Description of the X-ray Database (adapted from NIST documentation by C. Fiori)
The NIST x-ray database is based on 4985 (1st order) entries and includes all the measurable x-ray lines, satellites and absorption edges from under 100 eV to over 120 keV. Additionally, most of the x-ray lines and satellites are assigned a relative intensity (relative to the alpha-1 line in each family). The data base was assembled primarily from four sources:
1.) B.L. Doyle, W.F. Chambers, T.M. Christensen, J.M. Hall and G.H. Pepper "SINE THETA SETTINGS FOR X-RAY SPECTROMETERS", Atomic Data and Nuclear Data Tables Vol. 24, No 5, 1979.

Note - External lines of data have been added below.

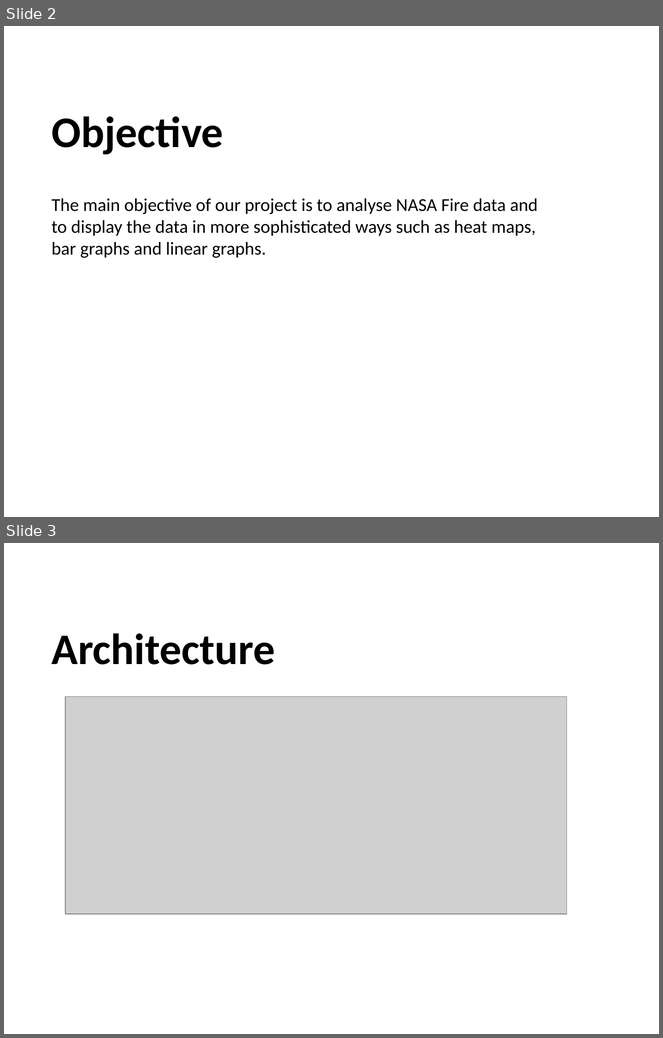
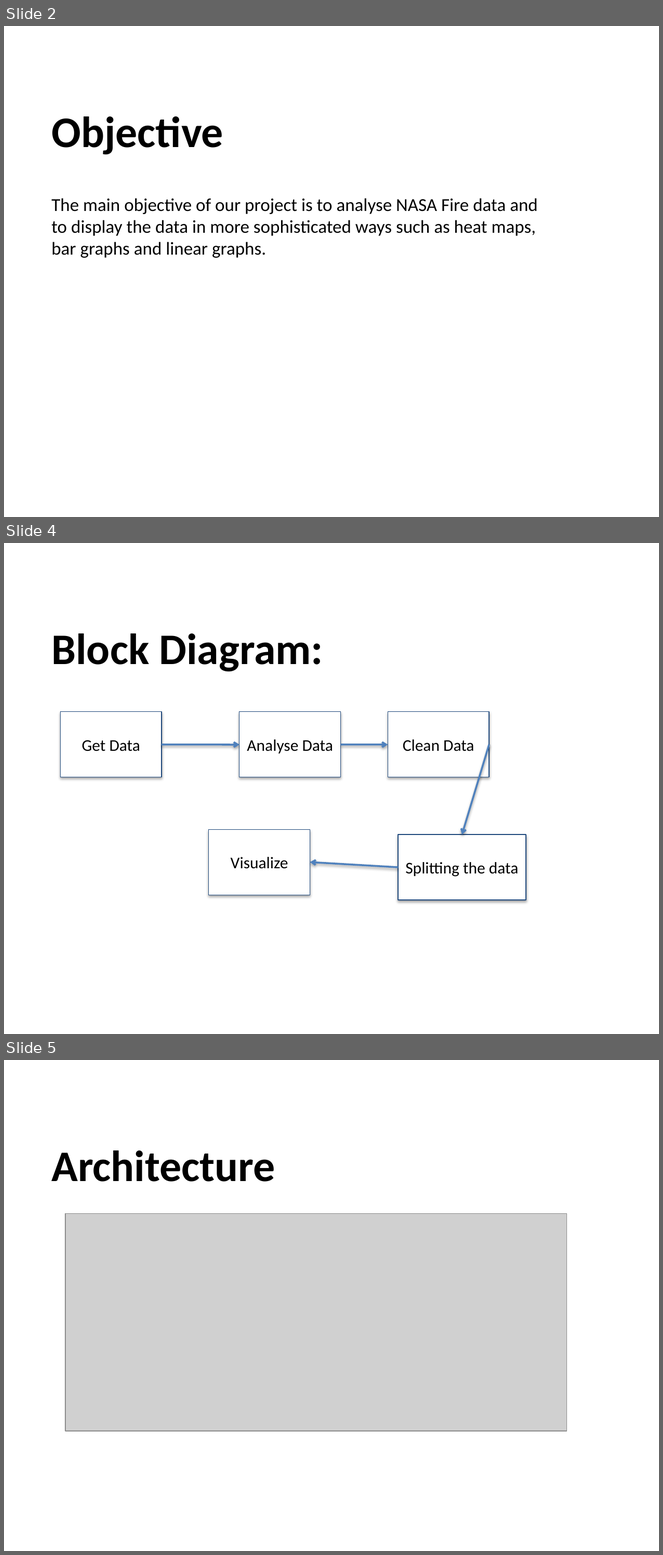
Before and after one commit to sindhusha-t/Predict-WildFires-, a slide deck: Documentation/Wildfire Intensity.pptx. Shown one above the other, each under a label of ours: slides 2 and 3 before the commit, slides 2, 4 and 5 after it; the slides between them are not shown. The pictures are 663x1038 and 663x1555 pixels, drawn with LibreOffice and Linux fonts; fonts in the diff are those of the drawing; grey boxes stand for pictures; background and template pictures are left out. Boxes give left, top, right and bottom in pixels: in the first picture for what was removed or moved away, otherwise in the second. Text is boxed around its words. In the diff, an @@ line names an element or a change of style, - is before the commit and + after.

```diff
--- a/Documentation/Wildfire Intensity.pptx
+++ b/Documentation/Wildfire Intensity.pptx
@@ slide 4 added at <box>4,543,659,1034</box>, background picture (left out) @@
@@ title added at <box>51,633,323,672</box>, 48 pt, text #000000, bold @@
+Block Diagram:
@@ rectangle added at <box>60,712,162,778</box>, fill #FFFFFF, outline #1F497D 0.75 pt, 18 pt, text #000000 @@
+Get Data
@@ rectangle added at <box>239,712,341,778</box>, fill #FFFFFF, outline #1F497D 0.75 pt, 18 pt, text #000000 @@
+Analyse Data
@@ rectangle added at <box>388,712,490,778</box>, fill #FFFFFF, outline #1F497D 0.75 pt, 18 pt, text #000000 @@
+Clean Data
@@ arrow added from (162, 745) to (239, 745), #4F81BD 2 pt @@
@@ arrow added from (341, 745) to (388, 745), #4F81BD 2 pt @@
@@ arrow added from (490, 745) to (462, 835), #4F81BD 2 pt @@
@@ rectangle added at <box>208,830,310,896</box>, fill #FFFFFF, outline #1F497D 0.75 pt, 18 pt, text #000000 @@
+Visualize
@@ rectangle added at <box>399,835,526,900</box>, fill #FFFFFF, outline #1F497D 0.75 pt, 18 pt, text #000000 @@
+Splitting the data
@@ arrow added from (399, 867) to (310, 863), #4F81BD 2 pt @@
@@ what was slide 3 is now slide 5 @@
```
Also in this commit, not shown: 5 slides changed, 2 other slides added.

2.) E.W. White, G.V. Gibbs, G.G. Johnson Jr. and G.R. Zechman "X-RAY WAVELENGTHS AND CRYSTAL INTERCHANGE SETTINGS FOR WAVELENGTH GEARED CURVED CRYSTAL SPECTROMETERS" Report of the Pennsylvania State Univ., 1964.
3.) J.A. Bearden "X-RAY WAVELENGTHS AND X-RAY ATOMIC ENERGY LEVELS" Rev. Mod. Phys., Vol. 39, No. 78, 1967.
4.) J.A Bearden and A.F. Burr,"REEVALUATION OF X-RAY ATOMIC ENERGY LEVELS", Rev. Mod. Phys., Vol. 31, No. 1, 1967.
Each x-ray line or edge series as a function of atomic number was fit to a fourth degree polynomial. The fit was subtracted from the appropriate data and the residuals plotted and examined. In this way rogue entries could be identified and corrected. The resulting data base is considered to be sufficiently accurate for any application involving the Si (Li) x-ray detector and single crystal wavelength spectrometers.
Note that the last entry in the x-ray database window gives a code for the source of the entry. If the column is blank the source is reference 2. If the column contains the letter "C" the source is reference 1. If the letters "BB" appear, the source is reference 4. The letters "W,F" mean that reference 2 was used but the relative transition probability has been adjusted by Fiori. Reference 3 was used as a check since it is the source of many of the entries of reference 1.
In column 3 the notation KA1,2 means the entry is the weighted sum of the KA1 and KA2 in the ratio 2 to 1. For low atomic number the entries are not self-consistent since the data is from different sources. If the column begins with the capital letter S then the entry is a satellite line due to doubly ionized atoms. The relative transition values for these entries are only valid for electron excited specimens, and are, at best, estimates.
The following are Siegbahn to shell-transition notation conversions:
KA = KA1+KA2+KA3
KA1,2 = (2*KA1+KA2)/3
KA1 = K-L3
KA2 = K-L2
KA3 = K-L1
KB = SUM(KBn)
KBX = Metal
KB1 = K-M3
KB1' = KB1+KB3+KB5
KB2 = (K-N3)+(K-N2)
KB2' = K-N3
KB2'' = K-N2
KB3 = K-M2
KB4 = (K-N4)+(K-N5)
KB5 = (K-M4)+(K-M5)
KB5' = K-M5
KB5'' = K-M4
Kd1 = K-O3
Kd2 = K-O2
LA = LA1+LA2
LA1 = L3-M5
LA2 = L3-M4
LB1 = L2-M4
LB10 = L1-M4
LB15 = L3-N4
LB17 = L2-M3
LB2 = L3-N5
LB3 = L1-M3
LB4 = L1-M2
LB5 = (L3-O4)+(L3-O5)
LB6 = L3-N1
LB7 = L3-O1
LB9 = L1-M5
LG1 = L2-N4
LG11 = L1-N5
LG2 = L1-N2
LG3 = L1-N3
LG4 = L1-O3
LG4' = L1-O2
LG6 = L2-O4
LG8 = L2-O1
Ll = L3-M1
Ln = L2-M1
Ls = L3-M3
Lt = L3-M2
Lu = (L3-N6)+(L3-N7)
Lv = L2-N6
MA1 = M5-N7
MA2 = M5-N6
MB = M4-N6
MG = M3-N5
MG2 = M3-N4
MZ1 = M5-N3
MZ2 = M4-N2
Md = M2-N4
Me = M3-O5